There are three options emerging:
Apache Polaris (formerly Snowflake’s Polaris Catalog, now open-source) provides a REST catalog that both Snowflake and Databricks can register tables with. DuckDB’s Iceberg extension is adding REST catalog support, which would let you write SELECT * FROM catalog.schema.table instead of pointing at S3 paths.
Nessie is a Git-like catalog for Iceberg tables — it gives you branching and tagging of table state, which is useful for testing schema changes or running what-if analyses across both platforms’ data.
Databricks Unity Catalog can expose Iceberg-compatible metadata via its REST API, though it’s more tightly coupled to the Databricks ecosystem.
For most setups, Polaris is the pragmatic choice — it’s vendor-neutral, both platforms support it, and the DuckDB integration is on the roadmap.
Where DuckDB fits (and where it doesn’t)
DuckDB is ideal for:
- Ad-hoc cross-platform queries — an analyst needs to join a Snowflake marketing table with a Databricks ML scoring table, now, without filing a ticket.
- Data validation and testing — check that what Snowflake wrote matches what Databricks expects, without spinning up either platform.
- Lightweight APIs and microservices — embed DuckDB in a Python service that queries Iceberg tables on demand.
- Local development — work with production table schemas and sample data on a laptop.
- CI/CD pipelines — validate data quality in GitHub Actions without cloud compute costs.

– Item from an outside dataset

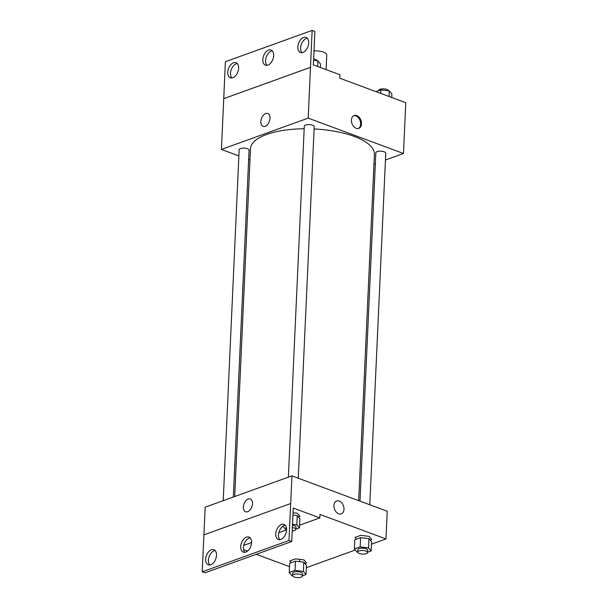 <?xml version="1.0" encoding="UTF-8"?>
<svg xmlns="http://www.w3.org/2000/svg" width="608" height="608" viewBox="0 0 608 608"><rect width="100%" height="100%" fill="white"/><g stroke="black" fill="none" stroke-linecap="round" stroke-linejoin="round"><path stroke-width="0.91" d="M326.101 69.616L326.762 54.978A9.926 3.61 -177.4 0 0 323.524 52.121A9.926 3.61 -177.4 0 0 314.009 50.95M238.876 155.914L221.426 149.431L308.195 118.119L312.147 30.4L314.891 31.418L313.371 64.889L339.94 74.754L339.788 78.212L405.779 102.722L403.476 153.497L385.442 160.01M351.424 120.088A6.825 4.765 -109.8 0 1 354.145 115.543A6.825 4.765 -109.8 0 1 360.947 120.338A6.825 4.765 -109.8 0 1 358.781 128.372A6.825 4.765 -109.8 0 1 353.712 126.548A6.825 4.765 -109.8 0 1 351.424 120.088M308.195 118.119L403.476 153.497M369.786 504.769L385.746 153.216A4.963 1.809 -177.4 0 0 384.127 151.787A4.963 1.809 -177.4 0 0 378.822 151.255A4.963 1.809 -177.4 0 0 375.835 152.768L360.012 501.144M298.247 478.207L314.207 126.654A4.963 1.809 -177.4 0 0 312.588 125.225A4.963 1.809 -177.4 0 0 307.291 124.693A4.963 1.809 -177.4 0 0 304.296 126.206L288.359 477.158M249.987 160.041L248.642 159.539M375.341 163.651L373.95 164.152M233.32 497.025L249.067 150.161A4.963 1.809 -177.4 0 0 247.448 148.732A4.963 1.809 -177.4 0 0 242.144 148.2A4.963 1.809 -177.4 0 0 239.157 149.712L223.22 500.673M358.674 500.642L374.399 154.28A62.008 22.564 -177.4 0 0 354.168 136.412A62.008 22.564 -177.4 0 0 314.108 128.957M304.182 128.759A62.008 22.564 -177.4 0 0 250.504 148.648L234.703 496.523M265.149 126.274A6.825 4.203 110.4 0 1 263.066 126.32A6.825 4.203 110.4 0 1 261.501 118.461A6.825 4.203 110.4 0 1 267.809 113.529A6.825 4.203 110.4 0 1 269.83 119.829A6.825 4.203 110.4 0 1 265.149 126.274M221.426 149.431L223.736 98.656L310.498 67.344M312.147 30.4L225.378 61.712L223.736 98.656M267.816 113.529A6.825 4.203 -69.6 0 0 261.501 118.469A6.825 4.203 -69.6 0 0 263.066 126.32M358.348 128.501A6.825 4.765 70.2 0 0 360.103 120.642A6.825 4.765 70.2 0 0 353.734 115.725M310.468 67.328L223.706 98.648M297.859 46.907A8.064 4.963 -69.6 0 0 300.474 52.508A8.064 4.963 -69.6 0 0 307.929 46.679A8.064 4.963 -69.6 0 0 306.082 37.392A8.064 4.963 -69.6 0 0 297.859 46.907M227.78 72.2A8.064 4.963 -69.6 0 0 230.394 77.801A8.064 4.963 -69.6 0 0 237.85 71.972A8.064 4.963 -69.6 0 0 236.003 62.685A8.064 4.963 -69.6 0 0 227.78 72.2M262.816 59.554A8.064 4.963 -69.6 0 0 265.43 65.155A8.064 4.963 -69.6 0 0 272.893 59.326A8.064 4.963 -69.6 0 0 271.046 50.038A8.064 4.963 -69.6 0 0 262.816 59.554M307.336 38.243A8.064 4.963 -69.6 0 0 300.603 47.926A8.064 4.963 -69.6 0 0 301.971 52.683M237.257 63.536A8.064 4.963 -69.6 0 0 230.523 73.226A8.064 4.963 -69.6 0 0 231.891 77.976M272.293 50.89A8.064 4.963 -69.6 0 0 265.567 60.572A8.064 4.963 -69.6 0 0 266.935 65.33M385.974 538.946L319.975 514.436L319.823 517.902L293.254 508.037L291.734 541.5L204.964 572.82L202.221 571.801L205.185 507.186L291.946 475.866L387.228 511.244L385.974 538.946L371.458 544.183M247.646 511.723A6.825 4.203 110.4 0 1 245.564 511.769A6.825 4.203 110.4 0 1 243.998 503.91A6.825 4.203 110.4 0 1 250.306 498.978A6.825 4.203 110.4 0 1 252.32 505.271A6.825 4.203 110.4 0 1 247.646 511.723M291.734 541.5L288.982 540.482L291.946 475.866M333.921 505.537A6.825 4.765 -109.8 0 1 336.642 500.992A6.825 4.765 -109.8 0 1 343.444 505.788A6.825 4.765 -109.8 0 1 341.278 513.821A6.825 4.765 -109.8 0 1 336.209 511.989A6.825 4.765 -109.8 0 1 333.921 505.537M304.958 563.517L306.531 562.947L303.924 559.862L295.541 558.866L289.758 560.948L291.232 562.689M370.097 540.003L371.678 539.433L369.071 536.355L360.681 535.352L354.897 537.442L356.372 539.182M289.499 566.656L256.249 554.306M247.54 551.076L243.572 549.602M355.262 550.027L306.318 567.697M299.6 561.67L299.706 559.36M341.278 513.821A6.825 4.765 70.2 0 0 343.444 505.788A6.825 4.765 70.2 0 0 336.642 500.992M250.314 498.978A6.825 4.203 -69.6 0 0 243.998 503.91A6.825 4.203 -69.6 0 0 245.564 511.769M202.221 571.801L288.982 540.482M240.7 546.554A8.064 4.963 -69.6 0 0 243.322 552.155A8.064 4.963 -69.6 0 0 250.777 546.326A8.064 4.963 -69.6 0 0 248.93 537.039A8.064 4.963 -69.6 0 0 240.7 546.554M216.509 555.286A8.064 4.963 -69.6 0 0 213.887 549.693A8.064 4.963 -69.6 0 0 206.431 555.522A8.064 4.963 -69.6 0 0 208.278 564.802A8.064 4.963 -69.6 0 0 216.509 555.286M286.588 529.994A8.064 4.963 -69.6 0 0 283.966 524.392A8.064 4.963 -69.6 0 0 276.511 530.229A8.064 4.963 -69.6 0 0 278.358 539.509A8.064 4.963 -69.6 0 0 286.588 529.994M203.893 534.865L290.662 503.553M243.778 545.346L251.552 542.541M278.814 532.699L286.588 529.895M299.577 525.206L319.823 517.902M298.406 516.906L299.98 516.336L297.373 513.251L293.041 512.734M250.177 537.89A8.064 4.963 -69.6 0 0 243.451 547.58A8.064 4.963 -69.6 0 0 244.819 552.33M215.141 550.536A8.064 4.963 -69.6 0 0 209.182 556.54A8.064 4.963 -69.6 0 0 209.775 564.976M285.22 525.244A8.064 4.963 -69.6 0 0 279.262 531.248A8.064 4.963 -69.6 0 0 279.855 539.684M357.702 552.148L356.98 552.064L354.373 548.978L360.156 546.896L368.547 547.892L371.154 550.977L367.627 552.246M367.612 552.512L367.718 550.202A4.963 1.809 -177.4 0 0 366.1 548.773A4.963 1.809 -177.4 0 0 360.795 548.241A4.963 1.809 -177.4 0 0 357.808 549.754L357.702 552.064A4.963 1.809 -177.4 0 0 362.573 554.093A4.963 1.809 -177.4 0 0 367.612 552.512A4.963 1.809 -177.4 0 0 365.993 551.084A4.963 1.809 -177.4 0 0 360.696 550.552A4.963 1.809 -177.4 0 0 357.702 552.064M354.373 548.978L354.798 539.744L360.574 537.662L368.965 538.658L371.572 541.743L371.154 550.977M360.156 546.896L360.574 537.662M368.547 547.892L368.965 538.658M292.562 575.662L291.84 575.578L289.233 572.493L295.017 570.403L303.4 571.406L306.014 574.484L302.488 575.761M302.472 576.019L302.579 573.716A4.963 1.809 -177.4 0 0 300.96 572.288A4.963 1.809 -177.4 0 0 295.655 571.756A4.963 1.809 -177.4 0 0 292.668 573.26L292.562 575.571A4.963 1.809 -177.4 0 0 297.434 577.6A4.963 1.809 -177.4 0 0 302.472 576.019A4.963 1.809 -177.4 0 0 300.854 574.59A4.963 1.809 -177.4 0 0 295.549 574.058A4.963 1.809 -177.4 0 0 292.562 575.571M289.233 572.493L289.659 563.259L295.435 561.169L303.825 562.172L306.432 565.258L306.014 574.484M295.017 570.403L295.435 561.169M303.4 571.406L303.825 562.172M286.011 529.051L285.289 528.968L282.925 526.171M292.516 524.278L296.848 524.795L299.455 527.873L295.929 529.15M292.212 530.982A4.963 1.809 -177.4 0 0 295.921 529.408L296.028 527.106A4.963 1.809 -177.4 0 0 294.409 525.677A4.963 1.809 -177.4 0 0 292.471 525.198M292.934 515.044L297.266 515.561L299.873 518.647L299.455 527.873M296.848 524.795L297.266 515.561M295.921 529.408A4.963 1.809 -177.4 0 0 294.302 527.98A4.963 1.809 -177.4 0 0 292.364 527.508M286.505 528.223A4.963 1.809 -177.4 0 0 286.011 528.96A4.963 1.809 -177.4 0 0 286.588 529.864M376.01 91.664L380.912 89.9L389.295 90.896L391.902 93.982L391.742 97.508M380.745 93.427L380.912 89.9M389.044 96.505L389.295 90.896M388.573 90.812A4.963 1.809 -177.4 0 0 386.954 89.467A4.963 1.809 -177.4 0 0 381.657 88.935A4.963 1.809 -177.4 0 0 378.662 90.448L378.655 90.714M313.584 60.352L317.916 60.868L320.522 63.954L320.363 67.48M317.665 66.477L317.916 60.868M317.194 60.785A4.963 1.809 -177.4 0 0 315.575 59.447A4.963 1.809 -177.4 0 0 313.644 58.968M286.011 528.96L286.11 526.703"/></g></svg>

DuckDB is not a replacement for either platform’s distributed compute. For a 10TB aggregation, use Snowflake or Databricks. For joining a few million rows across platforms to answer a question, DuckDB is faster to set up, free to run, and avoids the “which platform do we move the data to?” conversation entirely.
Limitations to know about
DuckDB’s Iceberg support is read-only. It won’t write Iceberg tables back. The write path stays with Snowflake and Databricks.
UniForm metadata generation is asynchronous. There can be a slight lag (seconds to minutes) before DuckDB sees the latest Databricks data via the Iceberg metadata layer.
Not all Iceberg features are supported. DuckDB reads Iceberg v1 and v2 but doesn’t support all advanced features like merge-on-read or certain partition evolution scenarios. For most analytical tables this isn’t an issue.
Schema evolution needs coordination. If Snowflake evolves a table’s schema, the Iceberg metadata reflects this — but you need to be aware of it on the DuckDB side, particularly for joins with Databricks tables that may have a different schema cadence.
The bigger picture
This pattern — open table format as the interoperability layer, lightweight engines for federation — is where the modern data stack is heading. Iceberg (and to some extent Delta Lake via UniForm) decouples data from compute. DuckDB, Trino, Spark, Snowflake, Databricks, and increasingly other engines all read the same files. The lock-in shifts from “your data is trapped in our platform” to “our compute is faster for your workload” — which is a healthier competitive dynamic.
For organisations running both Snowflake and Databricks, the immediate action is straightforward: start writing Iceberg where you can, enable UniForm on Delta tables, and use DuckDB for the cross-platform queries that would otherwise require expensive data movement or duplicate pipelines.